Le gouvernement afghan est "illégitime" et ses propositions de paix "trompeuses", affirmaient-ils déjà dans un autre communiqué en fin de semaine dernière, appelant par ailleurs au boycott d'une conférence sur la paix en Afghanistan prévue prochainement à Jakarta.
"Ce que dit le communiqué c'est +Nous n'en savons pas assez pour participer aux pourparlers+", souligne un diplomate occidental à Kaboul.

Un haut responsable membre de la Choura de Quetta, l'organe de direction des talibans, a confirmé que l'offre de M. Ghani n'était pas envisagée "sérieusement".
"Nous avons dit que nous parlerions avec l'Amérique. Le gouvernement afghan est une marionnette", a-t-il dit à l'AFP sous couvert d'anonymat. Les talibans avaient récemment appelé les Etats-Unis à "discuter" directement avec leurs représentants au Qatar, ignorant les autorités afghanes.
Mais tout le monde n'est pas de cet avis parmi les insurgés.
"Certains pensent qu'il faudrait parler, d'autres pensent qu'il ne faut pas parler aux Afghans, et il y en a qui pensent qu'il ne faut pas parler du tout", relève un responsable occidental en contact avec les talibans.
Selon un ancien commandant taliban de la province méridionale de Kandahar, certains combattants sont "vraiment fatigués" mais ne peuvent se rendre parce que leurs familles se trouvent au Pakistan.
"Ils feront ce que le Pakistan leur dira de faire, à cause de leurs familles", explique-t-il.
Le Pakistan est soupçonné de longue date de soutenir les talibans et de les accueillir sur son territoire, ce que dément Islamabad.

Silence
Les talibans ont regagné beaucoup de terrain depuis la fin de la mission de combat de l'Otan fin 2014 et ils ont porté des coups très durs aux forces de sécurité afghanes.
En octobre, les insurgés contrôlaient ou exerçaient leur influence sur près de la moitié des districts d'Afghanistan, soit deux fois plus qu'en 2015, selon un rapport publié en janvier par l'agence gouvernementale américaine SIGAR.

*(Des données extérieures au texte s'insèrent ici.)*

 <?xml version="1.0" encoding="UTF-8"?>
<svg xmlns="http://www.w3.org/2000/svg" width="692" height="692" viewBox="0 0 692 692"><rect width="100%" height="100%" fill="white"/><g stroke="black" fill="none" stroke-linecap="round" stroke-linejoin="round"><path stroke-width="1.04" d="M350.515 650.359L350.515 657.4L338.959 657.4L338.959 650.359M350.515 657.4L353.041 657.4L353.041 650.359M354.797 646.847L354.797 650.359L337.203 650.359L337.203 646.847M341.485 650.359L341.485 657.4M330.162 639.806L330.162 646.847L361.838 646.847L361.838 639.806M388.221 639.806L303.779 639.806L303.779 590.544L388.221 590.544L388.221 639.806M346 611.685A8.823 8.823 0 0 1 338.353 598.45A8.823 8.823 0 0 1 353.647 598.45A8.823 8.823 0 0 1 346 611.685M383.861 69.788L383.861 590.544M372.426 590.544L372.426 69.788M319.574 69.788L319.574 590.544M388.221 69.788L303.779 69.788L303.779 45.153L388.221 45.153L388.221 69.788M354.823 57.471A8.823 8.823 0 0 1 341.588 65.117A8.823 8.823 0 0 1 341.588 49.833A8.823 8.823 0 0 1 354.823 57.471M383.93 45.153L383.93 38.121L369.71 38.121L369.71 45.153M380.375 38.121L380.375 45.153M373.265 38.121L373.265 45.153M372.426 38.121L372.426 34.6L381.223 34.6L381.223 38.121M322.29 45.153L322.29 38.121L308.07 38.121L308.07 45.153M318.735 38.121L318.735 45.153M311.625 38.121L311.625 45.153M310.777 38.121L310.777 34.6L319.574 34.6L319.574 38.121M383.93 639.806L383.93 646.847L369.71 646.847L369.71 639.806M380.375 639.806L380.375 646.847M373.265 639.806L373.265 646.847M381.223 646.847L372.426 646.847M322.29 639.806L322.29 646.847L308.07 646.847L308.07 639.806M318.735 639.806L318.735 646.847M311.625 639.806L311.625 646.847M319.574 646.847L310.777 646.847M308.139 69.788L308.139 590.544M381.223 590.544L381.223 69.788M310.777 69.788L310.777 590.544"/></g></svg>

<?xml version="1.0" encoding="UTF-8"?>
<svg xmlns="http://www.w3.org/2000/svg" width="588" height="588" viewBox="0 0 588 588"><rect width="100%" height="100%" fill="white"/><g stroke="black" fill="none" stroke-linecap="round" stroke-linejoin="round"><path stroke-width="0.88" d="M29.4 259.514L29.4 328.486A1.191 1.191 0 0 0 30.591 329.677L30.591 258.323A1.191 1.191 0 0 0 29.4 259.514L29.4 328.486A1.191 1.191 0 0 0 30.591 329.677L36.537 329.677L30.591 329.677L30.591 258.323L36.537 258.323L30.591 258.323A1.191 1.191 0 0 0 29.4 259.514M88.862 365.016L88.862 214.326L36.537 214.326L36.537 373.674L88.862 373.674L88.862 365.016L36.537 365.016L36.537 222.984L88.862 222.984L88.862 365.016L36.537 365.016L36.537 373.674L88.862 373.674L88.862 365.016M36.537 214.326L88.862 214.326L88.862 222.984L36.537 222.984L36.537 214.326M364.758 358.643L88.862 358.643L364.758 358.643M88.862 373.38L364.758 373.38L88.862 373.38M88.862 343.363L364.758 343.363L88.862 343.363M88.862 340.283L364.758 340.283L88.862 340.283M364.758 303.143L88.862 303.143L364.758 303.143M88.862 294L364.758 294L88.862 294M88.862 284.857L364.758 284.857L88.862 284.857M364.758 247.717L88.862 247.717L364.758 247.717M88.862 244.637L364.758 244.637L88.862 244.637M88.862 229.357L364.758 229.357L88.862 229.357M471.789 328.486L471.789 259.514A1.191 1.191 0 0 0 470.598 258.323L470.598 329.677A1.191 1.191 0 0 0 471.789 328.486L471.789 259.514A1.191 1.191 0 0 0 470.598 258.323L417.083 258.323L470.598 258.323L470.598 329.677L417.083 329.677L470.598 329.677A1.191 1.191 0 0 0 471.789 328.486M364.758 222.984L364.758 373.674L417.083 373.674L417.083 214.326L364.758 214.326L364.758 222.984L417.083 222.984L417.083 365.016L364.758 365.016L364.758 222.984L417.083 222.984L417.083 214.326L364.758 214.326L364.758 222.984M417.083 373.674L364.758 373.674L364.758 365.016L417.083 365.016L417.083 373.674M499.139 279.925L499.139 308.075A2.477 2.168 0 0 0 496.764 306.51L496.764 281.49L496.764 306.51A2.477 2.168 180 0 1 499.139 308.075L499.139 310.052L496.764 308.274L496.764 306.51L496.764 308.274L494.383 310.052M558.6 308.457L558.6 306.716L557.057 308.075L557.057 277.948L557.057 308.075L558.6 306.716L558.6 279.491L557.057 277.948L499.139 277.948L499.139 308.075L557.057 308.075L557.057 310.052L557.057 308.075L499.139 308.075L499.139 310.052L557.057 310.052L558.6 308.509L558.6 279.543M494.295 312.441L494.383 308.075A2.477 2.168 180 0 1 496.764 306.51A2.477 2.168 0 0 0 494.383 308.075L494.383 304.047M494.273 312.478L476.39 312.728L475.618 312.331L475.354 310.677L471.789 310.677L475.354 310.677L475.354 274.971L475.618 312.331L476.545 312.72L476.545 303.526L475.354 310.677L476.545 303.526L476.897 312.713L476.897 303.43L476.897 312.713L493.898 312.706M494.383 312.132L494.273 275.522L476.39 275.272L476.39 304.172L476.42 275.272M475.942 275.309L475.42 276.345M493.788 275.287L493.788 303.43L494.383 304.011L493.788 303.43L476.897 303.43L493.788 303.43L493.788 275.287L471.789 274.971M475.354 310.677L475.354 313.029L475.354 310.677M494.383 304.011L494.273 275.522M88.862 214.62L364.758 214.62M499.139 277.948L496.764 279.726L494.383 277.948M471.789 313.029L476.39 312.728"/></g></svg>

"Tant que les talibans penseront qu'ils sont en train de gagner la guerre et tant que les forces américaines resteront en Afghanistan, je ne vois pas comment ils pourraient sérieusement être intéressés par des pourparlers", relève Michael Kugelman, du Wilson Center à Washington.
L'hiver qui s'achève a donné lieu à d'âpres combats, contrairement aux précédents, possible signe que les talibans sont sous pression du fait de l'intensification de la campagne aérienne menée par les Américains.

Mais le responsable occidental est dubitatif: "je ne crois pas qu'ils se sentent sous forte pression militaire. Nombre d'entre eux estiment sans doute qu'ils s'en sortent bien".
Emily Winterbotham, chercheuse au Royal United Services Institute for Defence and Security Studies au Royaume Uni, estime que les talibans pourraient changer d'idée s'"il y avait un vrai changement dans le soutien apporté par le Pakistan ou un vrai trou dans leur financement".
Pour le général Michael Fenzel, directeur de la planification de la mission de l'Otan en Afghanistan, le relatif silence des talibans est au contraire "encourageant".
"Normalement, à chaque fois qu'il y a eu une offre (...) elle a été rejetée d'emblée", a-t-il déclaré mardi à des journalistes.